Task. Taking the listing below, restate word for word each line from the line with "SOCKET_DEPTH = 4.2" to the line with "truncated cone between", ends included, and stop there.
*** Opening Supplied records ***
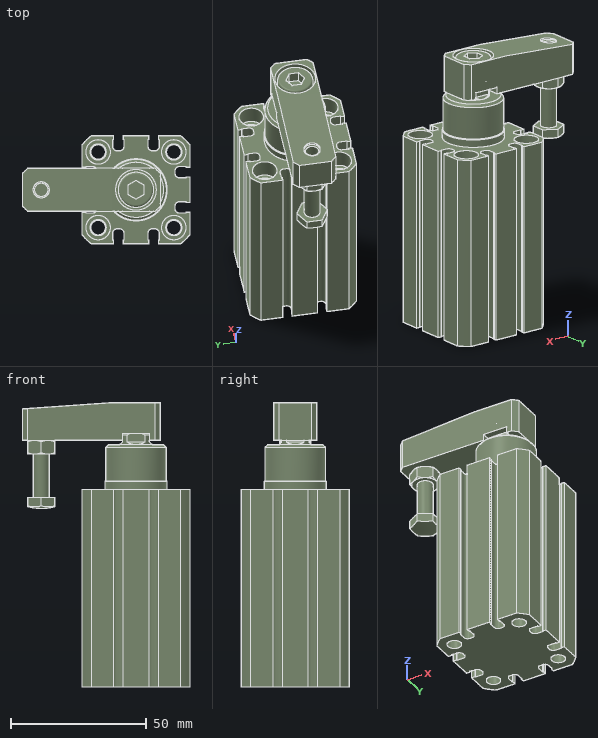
import cadquery as cq
import math

HEIGHT = 105.0
LENGTH = 62.0

BODY_SIDE = 40.0
BODY_HEIGHT = 73.0
CORNER_DIA = 51.9
MOUNT_OFFSET = 14.0
MOUNT_BORE_DIA = 9.0
MOUNT_BORE_DEPTH = 7.0
MOUNT_HOLE_DIA = 5.4
MOUNT_SINK_DIA = 6.0
SLOT_OFFSET = 6.5
SLOT_MOUTH = 3.5
SLOT_WIDTH = 4.1
SLOT_DEPTH = 5.6
SLOT_LIP = 1.5
SLOT_RADIUS = 1.6

RING_DIA = 23.0
RING_TOP = 76.1
COLLAR_DIA = 22.5
COLLAR_TOP = 89.5
COLLAR_CHAMFER = 1.0

ROD_DIA = 12.0
ROD_SQUARE = 10.0
ROD_CHAMFER = 0.5

ARM_TIP = LENGTH - BODY_SIDE / 2
ARM_HEEL = 9.0
ARM_WIDTH = 16.0
ARM_THICKNESS = 14.0
ARM_BOTTOM = HEIGHT - ARM_THICKNESS
ARM_CHAMFER = 2.0
SLOPE_START = 9.0
SLOPE_ANGLE = 4.0
KEYWAY_DEPTH = 2.5
KEYWAY_TOP = ARM_BOTTOM + KEYWAY_DEPTH
HEAD_BORE_DIA = 15.0
HEAD_BORE_DEPTH = 8.2
HEAD_BORE_FLOOR = HEIGHT - HEAD_BORE_DEPTH
SCREW_CLEARANCE_DIA = 9.0

SCREW_DIA = 8.0
SCREW_HEAD_DIA = 13.0
SCREW_HEAD_HEIGHT = 8.0
SCREW_HEAD_FILLET = 0.8
SCREW_TIP = 77.7
SOCKET_FLATS = 6.0
SOCKET_DEPTH = 4.2

BOLT_X = -35.0
BOLT_DIA = 6.0
BOLT_GRIP = 6.3
ARM_HOLE_DIA = 4.9
ARM_HOLE_SINK_Z = 102.6
HEX_FLATS = 10.0
NUT_HEIGHT = 5.0
NUT_CHAMFER_ANGLE = 30.0
BOLT_BOTTOM = 65.8
BOLT_HEAD_HEIGHT = 4.2
BOLT_DOME_RADIUS = 17.8


def rod(diameter, bottom, top, x=0, y=0):
    """Vertical cylinder between two levels."""
    return cq.Workplane("XY", origin=(x, y, bottom)).circle(diameter / 2).extrude(top - bottom)


def cone(bottom_dia, top_dia, bottom, top, x=0, y=0):
    """Vertical truncated cone between two levels."""
    frustum = cq.Solid.makeCone(bottom_dia / 2, top_dia / 2, top - bottom, cq.Vector(x, y, bottom))
    return cq.Workplane(frustum)


def hexagon(flats, bottom, top, x=0):
    """Hexagonal prism with two flats facing -X and +X."""
    across_corners = flats / math.cos(math.pi / 6)
    prism = cq.Workplane("XY").polygon(6, across_corners).extrude(top - bottom)
    return prism.rotate((0, 0, 0), (0, 0, 1), 30).translate((x, 0, bottom))


def sensor_slot():
    """Undercut slot that opens on the +Y side of the body, over its full height."""
    side = BODY_SIDE / 2
    bottom = side - SLOT_DEPTH
    mouth = cq.Workplane("XY").rect(SLOT_MOUTH, 2 * SLOT_LIP).extrude(BODY_HEIGHT)
    mouth = mouth.translate((0, side, 0))
    channel_depth = SLOT_DEPTH - SLOT_LIP
    channel = cq.Workplane("XY").rect(SLOT_WIDTH, channel_depth).extrude(BODY_HEIGHT)
    channel = channel.edges("|Z and <Y").fillet(SLOT_RADIUS)
    channel = channel.translate((0, bottom + channel_depth / 2, 0))
    return channel.union(mouth)


def mounting_hole(x, y):
    """Counterbored through hole, chamfered where it leaves the counterbore."""
    floor = BODY_HEIGHT - MOUNT_BORE_DEPTH
    sink_depth = (MOUNT_SINK_DIA - MOUNT_HOLE_DIA) / 2
    hole = rod(MOUNT_HOLE_DIA, 0, BODY_HEIGHT, x, y)
    hole = hole.union(cone(MOUNT_HOLE_DIA, MOUNT_SINK_DIA, floor - sink_depth, floor, x, y))
    return hole.union(rod(MOUNT_BORE_DIA, floor, BODY_HEIGHT, x, y))


def make_profile_body():
    body = cq.Workplane("XY").rect(BODY_SIDE, BODY_SIDE).extrude(BODY_HEIGHT)
    body = body.intersect(rod(CORNER_DIA, 0, BODY_HEIGHT))
    for turn in range(4):
        for offset in (-SLOT_OFFSET, SLOT_OFFSET):
            slot = sensor_slot().translate((offset, 0, 0))
            body = body.cut(slot.rotate((0, 0, 0), (0, 0, 1), 90 * turn))
    for x in (-MOUNT_OFFSET, MOUNT_OFFSET):
        for y in (-MOUNT_OFFSET, MOUNT_OFFSET):
            body = body.cut(mounting_hole(x, y))
    return body


def make_collar():
    step = (RING_DIA - COLLAR_DIA) / 2
    ring = rod(RING_DIA, BODY_HEIGHT, RING_TOP).faces(">Z").chamfer(step)
    sleeve = rod(COLLAR_DIA, BODY_HEIGHT, COLLAR_TOP).faces(">Z").chamfer(COLLAR_CHAMFER)
    return ring.union(sleeve)


def make_rod_tip():
    """Round rod with four flats that run out at 45 degrees on the collar top."""
    runout = (ROD_DIA - ROD_SQUARE) / 2
    flats_bottom = COLLAR_TOP + runout
    tip = rod(ROD_DIA, COLLAR_TOP, KEYWAY_TOP).faces(">Z").chamfer(ROD_CHAMFER)
    square = cq.Workplane("XY", origin=(0, 0, flats_bottom)).rect(ROD_SQUARE, ROD_SQUARE)
    square = square.extrude(KEYWAY_TOP - flats_bottom)
    flare = cq.Workplane("XY", origin=(0, 0, COLLAR_TOP)).rect(ROD_DIA, ROD_DIA)
    flare = flare.workplane(offset=runout).rect(ROD_SQUARE, ROD_SQUARE).loft()
    return tip.intersect(square.union(flare))


def make_cylinder():
    """Body, collar and rod tip as one solid, with a hole for the cap screw."""
    cylinder = make_profile_body().union(make_collar()).union(make_rod_tip())
    return cylinder.cut(rod(SCREW_DIA, SCREW_TIP, KEYWAY_TOP))


def make_arm():
    tip_drop = (ARM_TIP - SLOPE_START) * math.tan(math.radians(SLOPE_ANGLE))
    side_outline = [
        (-ARM_TIP, ARM_BOTTOM),
        (ARM_HEEL, ARM_BOTTOM),
        (ARM_HEEL, HEIGHT),
        (-SLOPE_START, HEIGHT),
        (-ARM_TIP, HEIGHT - tip_drop),
    ]
    arm = cq.Workplane("XZ").polyline(side_outline).close().extrude(ARM_WIDTH / 2, both=True)
    arm = arm.edges("|Z").chamfer(ARM_CHAMFER)

    keyway = cq.Workplane("XY", origin=(0, 0, ARM_BOTTOM)).rect(ROD_SQUARE, ARM_WIDTH)
    arm = arm.cut(keyway.extrude(KEYWAY_DEPTH))
    arm = arm.cut(rod(SCREW_CLEARANCE_DIA, ARM_BOTTOM, HEIGHT))
    arm = arm.cut(rod(HEAD_BORE_DIA, HEAD_BORE_FLOOR, HEIGHT))

    sink_bottom = ARM_HOLE_SINK_Z - (BOLT_DIA - ARM_HOLE_DIA) / 2
    arm = arm.cut(rod(ARM_HOLE_DIA, ARM_BOTTOM, HEIGHT, BOLT_X))
    arm = arm.cut(rod(BOLT_DIA, ARM_BOTTOM, ARM_BOTTOM + BOLT_GRIP, BOLT_X))
    arm = arm.cut(cone(ARM_HOLE_DIA, BOLT_DIA, sink_bottom, ARM_HOLE_SINK_Z, BOLT_X))
    return arm.cut(rod(BOLT_DIA, ARM_HOLE_SINK_Z, HEIGHT, BOLT_X))


def make_cap_screw():
    head_top = HEAD_BORE_FLOOR + SCREW_HEAD_HEIGHT
    head = rod(SCREW_HEAD_DIA, HEAD_BORE_FLOOR, head_top).faces(">Z").edges().fillet(SCREW_HEAD_FILLET)
    screw = head.union(rod(SCREW_DIA, SCREW_TIP, HEAD_BORE_FLOOR))
    return screw.cut(hexagon(SOCKET_FLATS, head_top - SOCKET_DEPTH, head_top))


def make_lock_nut():
    """Hexagon with its corners turned off at both ends."""
    bottom = ARM_BOTTOM - NUT_HEIGHT
    slope = math.tan(math.radians(NUT_CHAMFER_ANGLE))
    end_radius = HEX_FLATS / 2
    half_height = NUT_HEIGHT / 2
    waist_radius = end_radius + half_height / slope
    profile = [
        (0, bottom),
        (end_radius, bottom),
        (waist_radius, bottom + half_height),
        (end_radius, ARM_BOTTOM),
        (0, ARM_BOTTOM),
    ]
    envelope = cq.Workplane("XZ").polyline(profile).close().revolve(360, (0, 0, 0), (0, 1, 0))
    return hexagon(HEX_FLATS, bottom, ARM_BOTTOM, BOLT_X).intersect(envelope.translate((BOLT_X, 0, 0)))


def make_adjusting_bolt():
    """Hexagon bolt with a domed head, carrying its lock nut against the arm."""
    head_top = BOLT_BOTTOM + BOLT_HEAD_HEIGHT
    dome = cq.Workplane("XY").sphere(BOLT_DOME_RADIUS)
    dome = dome.translate((BOLT_X, 0, BOLT_BOTTOM + BOLT_DOME_RADIUS))
    head = hexagon(HEX_FLATS, BOLT_BOTTOM, head_top, BOLT_X).intersect(dome)
    shank = rod(BOLT_DIA, head_top, ARM_BOTTOM + BOLT_GRIP, BOLT_X)
    return head.union(shank).union(make_lock_nut())


cylinder = make_cylinder()
arm = make_arm()
cap_screw = make_cap_screw()
adjusting_bolt = make_adjusting_bolt()

result = cq.Compound.makeCompound([
    cylinder.solids().val(),
    arm.solids().val(),
    cap_screw.solids().val(),
    adjusting_bolt.solids().val(),
])
*** Closing Supplied records ***
Response for this exercise.
SOCKET_DEPTH = 4.2

BOLT_X = -35.0
BOLT_DIA = 6.0
BOLT_GRIP = 6.3
ARM_HOLE_DIA = 4.9
ARM_HOLE_SINK_Z = 102.6
HEX_FLATS = 10.0
NUT_HEIGHT = 5.0
NUT_CHAMFER_ANGLE = 30.0
BOLT_BOTTOM = 65.8
BOLT_HEAD_HEIGHT = 4.2
BOLT_DOME_RADIUS = 17.8


def rod(diameter, bottom, top, x=0, y=0):
    """Vertical cylinder between two levels."""
    return cq.Workplane("XY", origin=(x, y, bottom)).circle(diameter / 2).extrude(top - bottom)


def cone(bottom_dia, top_dia, bottom, top, x=0, y=0):
    """Vertical truncated cone between two levels."""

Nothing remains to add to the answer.